Provided records START

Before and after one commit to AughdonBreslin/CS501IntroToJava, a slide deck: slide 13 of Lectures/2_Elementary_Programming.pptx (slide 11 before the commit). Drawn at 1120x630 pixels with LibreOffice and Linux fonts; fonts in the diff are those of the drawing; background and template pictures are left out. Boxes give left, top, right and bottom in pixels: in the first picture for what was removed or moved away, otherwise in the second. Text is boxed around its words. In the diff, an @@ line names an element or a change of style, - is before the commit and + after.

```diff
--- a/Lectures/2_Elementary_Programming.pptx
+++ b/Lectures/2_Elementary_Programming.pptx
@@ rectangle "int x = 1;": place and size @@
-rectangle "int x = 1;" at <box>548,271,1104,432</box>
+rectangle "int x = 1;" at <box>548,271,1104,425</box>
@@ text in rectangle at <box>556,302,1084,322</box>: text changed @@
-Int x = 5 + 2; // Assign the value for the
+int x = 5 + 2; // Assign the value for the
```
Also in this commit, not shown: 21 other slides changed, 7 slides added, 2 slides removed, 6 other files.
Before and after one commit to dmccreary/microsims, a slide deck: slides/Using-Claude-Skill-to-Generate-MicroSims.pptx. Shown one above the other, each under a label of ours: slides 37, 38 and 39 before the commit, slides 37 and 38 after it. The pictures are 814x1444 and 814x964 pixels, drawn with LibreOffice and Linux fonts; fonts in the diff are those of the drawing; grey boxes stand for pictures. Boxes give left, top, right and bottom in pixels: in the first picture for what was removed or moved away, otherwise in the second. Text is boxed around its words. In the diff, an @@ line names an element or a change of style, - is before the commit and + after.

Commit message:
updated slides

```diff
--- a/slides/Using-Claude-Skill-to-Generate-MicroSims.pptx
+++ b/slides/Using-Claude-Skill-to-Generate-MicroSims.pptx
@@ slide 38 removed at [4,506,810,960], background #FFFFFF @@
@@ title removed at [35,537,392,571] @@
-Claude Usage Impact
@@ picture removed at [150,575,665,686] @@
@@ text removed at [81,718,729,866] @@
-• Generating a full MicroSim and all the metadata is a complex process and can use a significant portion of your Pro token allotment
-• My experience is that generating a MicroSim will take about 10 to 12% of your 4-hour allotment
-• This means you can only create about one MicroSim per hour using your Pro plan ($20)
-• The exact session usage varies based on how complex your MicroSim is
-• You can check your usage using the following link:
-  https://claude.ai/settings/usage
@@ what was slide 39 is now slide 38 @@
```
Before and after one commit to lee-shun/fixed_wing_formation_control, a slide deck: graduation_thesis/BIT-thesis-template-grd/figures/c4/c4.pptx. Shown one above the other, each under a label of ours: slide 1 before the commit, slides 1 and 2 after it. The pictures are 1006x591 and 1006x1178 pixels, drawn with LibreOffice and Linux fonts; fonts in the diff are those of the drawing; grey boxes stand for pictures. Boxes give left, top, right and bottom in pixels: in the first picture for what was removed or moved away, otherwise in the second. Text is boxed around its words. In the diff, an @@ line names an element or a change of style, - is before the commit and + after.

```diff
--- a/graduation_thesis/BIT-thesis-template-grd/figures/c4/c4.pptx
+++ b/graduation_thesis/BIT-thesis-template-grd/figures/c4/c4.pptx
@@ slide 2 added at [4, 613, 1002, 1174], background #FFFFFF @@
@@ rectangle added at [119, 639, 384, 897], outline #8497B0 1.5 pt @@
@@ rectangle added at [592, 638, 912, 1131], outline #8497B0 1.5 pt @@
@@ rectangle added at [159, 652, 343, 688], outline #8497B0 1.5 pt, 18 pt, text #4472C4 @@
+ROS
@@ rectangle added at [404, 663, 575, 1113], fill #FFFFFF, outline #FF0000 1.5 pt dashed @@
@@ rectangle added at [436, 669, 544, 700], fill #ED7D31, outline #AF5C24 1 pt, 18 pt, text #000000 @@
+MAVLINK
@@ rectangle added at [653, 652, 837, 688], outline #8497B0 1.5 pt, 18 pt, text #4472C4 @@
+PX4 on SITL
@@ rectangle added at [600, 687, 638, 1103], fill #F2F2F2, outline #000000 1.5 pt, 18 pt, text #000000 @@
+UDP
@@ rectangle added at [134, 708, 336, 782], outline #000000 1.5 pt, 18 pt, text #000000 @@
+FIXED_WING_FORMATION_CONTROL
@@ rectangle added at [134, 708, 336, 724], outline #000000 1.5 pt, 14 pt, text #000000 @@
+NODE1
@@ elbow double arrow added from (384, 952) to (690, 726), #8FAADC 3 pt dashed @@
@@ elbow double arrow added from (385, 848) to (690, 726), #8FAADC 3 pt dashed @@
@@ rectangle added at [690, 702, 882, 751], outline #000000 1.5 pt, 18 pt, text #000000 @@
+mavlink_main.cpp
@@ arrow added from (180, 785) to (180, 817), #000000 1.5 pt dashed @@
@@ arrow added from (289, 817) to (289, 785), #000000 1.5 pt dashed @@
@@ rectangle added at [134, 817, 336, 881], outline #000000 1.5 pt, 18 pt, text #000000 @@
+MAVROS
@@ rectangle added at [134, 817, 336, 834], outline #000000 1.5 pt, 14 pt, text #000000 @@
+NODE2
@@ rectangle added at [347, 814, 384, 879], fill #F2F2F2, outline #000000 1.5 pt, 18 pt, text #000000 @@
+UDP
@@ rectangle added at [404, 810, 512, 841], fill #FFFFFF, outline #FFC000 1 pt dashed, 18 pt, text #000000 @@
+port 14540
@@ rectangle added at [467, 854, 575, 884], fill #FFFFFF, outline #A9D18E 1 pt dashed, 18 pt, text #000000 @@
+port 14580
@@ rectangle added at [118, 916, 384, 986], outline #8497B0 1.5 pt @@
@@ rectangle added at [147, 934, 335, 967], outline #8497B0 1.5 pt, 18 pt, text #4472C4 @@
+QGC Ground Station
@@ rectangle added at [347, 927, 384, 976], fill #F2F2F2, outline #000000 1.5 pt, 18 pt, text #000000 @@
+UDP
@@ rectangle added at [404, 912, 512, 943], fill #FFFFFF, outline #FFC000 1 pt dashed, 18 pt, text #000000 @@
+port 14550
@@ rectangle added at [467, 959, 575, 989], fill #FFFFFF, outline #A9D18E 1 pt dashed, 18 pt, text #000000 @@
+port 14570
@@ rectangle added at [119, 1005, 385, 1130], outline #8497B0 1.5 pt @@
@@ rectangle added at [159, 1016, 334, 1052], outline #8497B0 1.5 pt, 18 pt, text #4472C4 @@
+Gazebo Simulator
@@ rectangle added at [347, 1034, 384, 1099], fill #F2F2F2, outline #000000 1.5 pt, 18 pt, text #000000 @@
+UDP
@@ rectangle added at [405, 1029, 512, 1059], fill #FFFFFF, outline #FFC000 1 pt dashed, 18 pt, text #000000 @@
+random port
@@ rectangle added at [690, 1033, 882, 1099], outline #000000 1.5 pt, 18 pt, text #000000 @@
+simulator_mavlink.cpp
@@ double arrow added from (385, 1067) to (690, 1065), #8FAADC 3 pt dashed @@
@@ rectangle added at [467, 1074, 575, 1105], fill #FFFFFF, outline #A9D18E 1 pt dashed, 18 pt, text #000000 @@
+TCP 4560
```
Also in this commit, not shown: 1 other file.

Provided records END

**Task objective**
Answer with one number only: how many lines above contain the word "your".

**Reply to the exercise**
5